A recently proposed alternative to the fixed criteria sets in DSM methodology categorizes symptoms along a continuum from “normal” to “disturbed” obviating classification of symptoms into discrete disorders that often lack construct validity (Shanfield 2004). The continuum model is consistent with findings from studies showing that specific genes regulate activity in brain circuits associated with specific psychiatric symptoms—not disorders—and that the neurobiological or genetic basis of a particular cognitive or affective symptom does not vary across different DSM disorders in which the same symptom is present (Stahl 2003a and b).

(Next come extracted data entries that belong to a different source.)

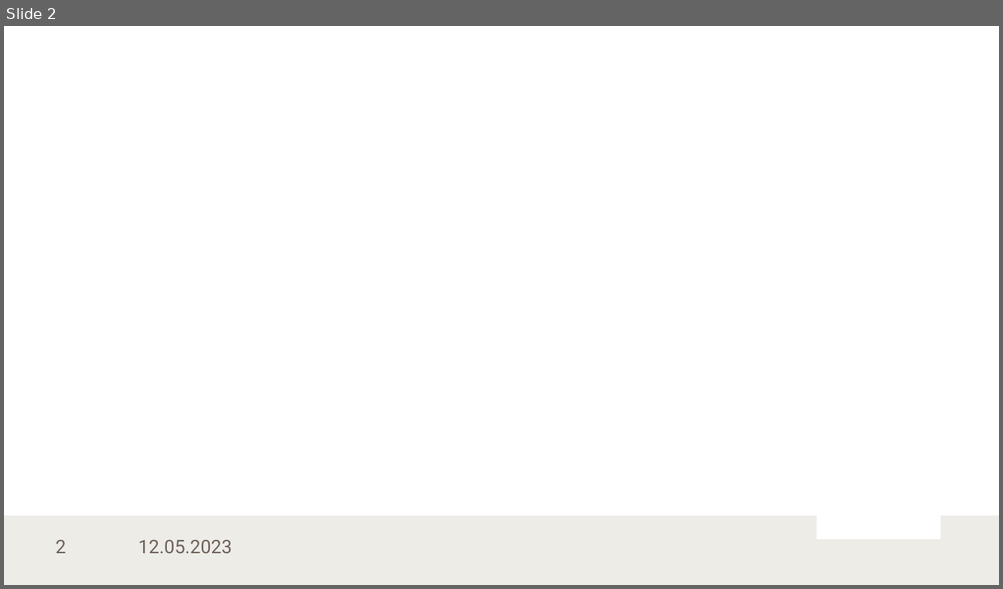
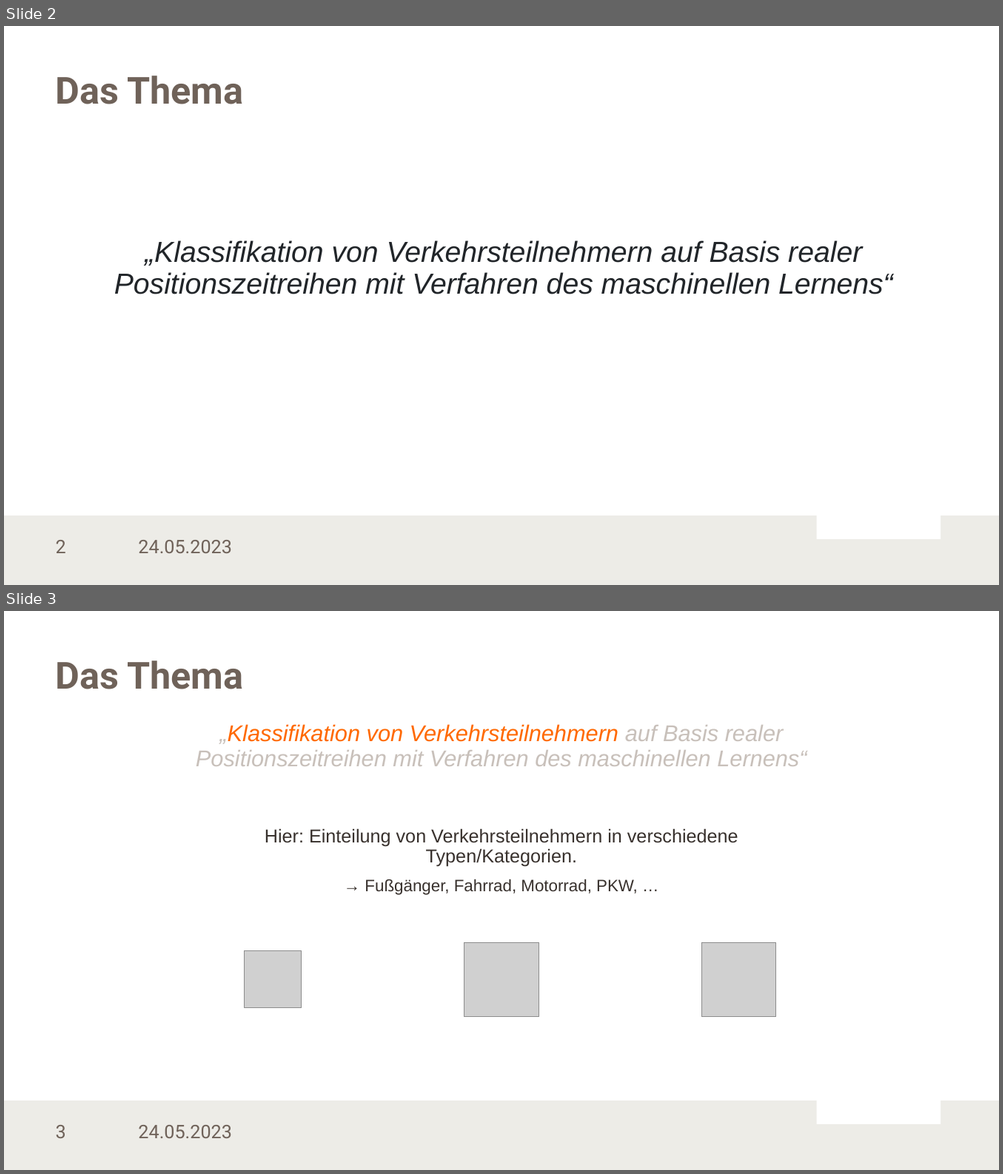
Before and after one commit to LennartKoepper/Bachelor-Thesis, a slide deck: Seminar/Bachelorseminar_25-04-2023.pptx. Shown one above the other, each under a label of ours: slide 2 before the commit, slides 2 and 3 after it. The pictures are 1003x589 and 1003x1174 pixels, drawn with LibreOffice and Linux fonts; fonts in the diff are those of the drawing; grey boxes stand for pictures; background and template pictures are left out. Boxes give left, top, right and bottom in pixels: in the first picture for what was removed or moved away, otherwise in the second. Text is boxed around its words. In the diff, an @@ line names an element or a change of style, - is before the commit and + after.

```diff
--- a/Seminar/Bachelorseminar_25-04-2023.pptx
+++ b/Seminar/Bachelorseminar_25-04-2023.pptx
@@ slide 3 added at (x1=4, y1=611, x2=999, y2=1170), background #FFFFFF; not listed: 3 template elements that a slide beside it also shows @@
@@ title added at (x1=56, y1=661, x2=243, y2=689), 36 pt, text #6F6259, bold @@
+Das Thema
@@ text added at (x1=196, y1=724, x2=806, y2=766), 22 pt, text #C8C0BA, italic @@
+„Klassifikation von Verkehrsteilnehmern auf Basis realer Positionszeitreihen mit Verfahren des maschinellen Lernens“
@@ text added at (x1=264, y1=829, x2=738, y2=895), 18 pt, text #38312C @@
+Hier: Einteilung von Verkehrsteilnehmern in verschiedene Typen/Kategorien.
+→ Fußgänger, Fahrrad, Motorrad, PKW, …
@@ picture added at (x1=464, y1=943, x2=539, y2=1017) @@
@@ picture added at (x1=702, y1=943, x2=777, y2=1017) @@
@@ picture added at (x1=244, y1=951, x2=301, y2=1008) @@
@@ text added at (x1=138, y1=1125, x2=232, y2=1139), 18 pt, text #6F6259 @@
+24.05.2023
@@ slide 2 changed as well @@
@@ title added at (x1=56, y1=76, x2=243, y2=104), 36 pt, text #6F6259, bold @@
+Das Thema
@@ text added at (x1=114, y1=241, x2=893, y2=295), 28 pt, text #212529, italic @@
+„Klassifikation von Verkehrsteilnehmern auf Basis realer Positionszeitreihen mit Verfahren des maschinellen Lernens“
@@ text at (x1=138, y1=540, x2=232, y2=554): text changed @@
-12.05.2023
+24.05.2023
```
Also in this commit, not shown: 1 other slide changed, 18 other slides added, 2 other files.

The continuum model more adequately explains the complex nature and causes of mental illness, avoids inherent problems of construct validity in DSM descriptive classification of symptoms into ‘disorders,’ and is supported by research evidence showing that the same drug (and presumably the same neuropharmacological mechanism) is often an effective treatment of similar symptoms that occur in different “disorders.”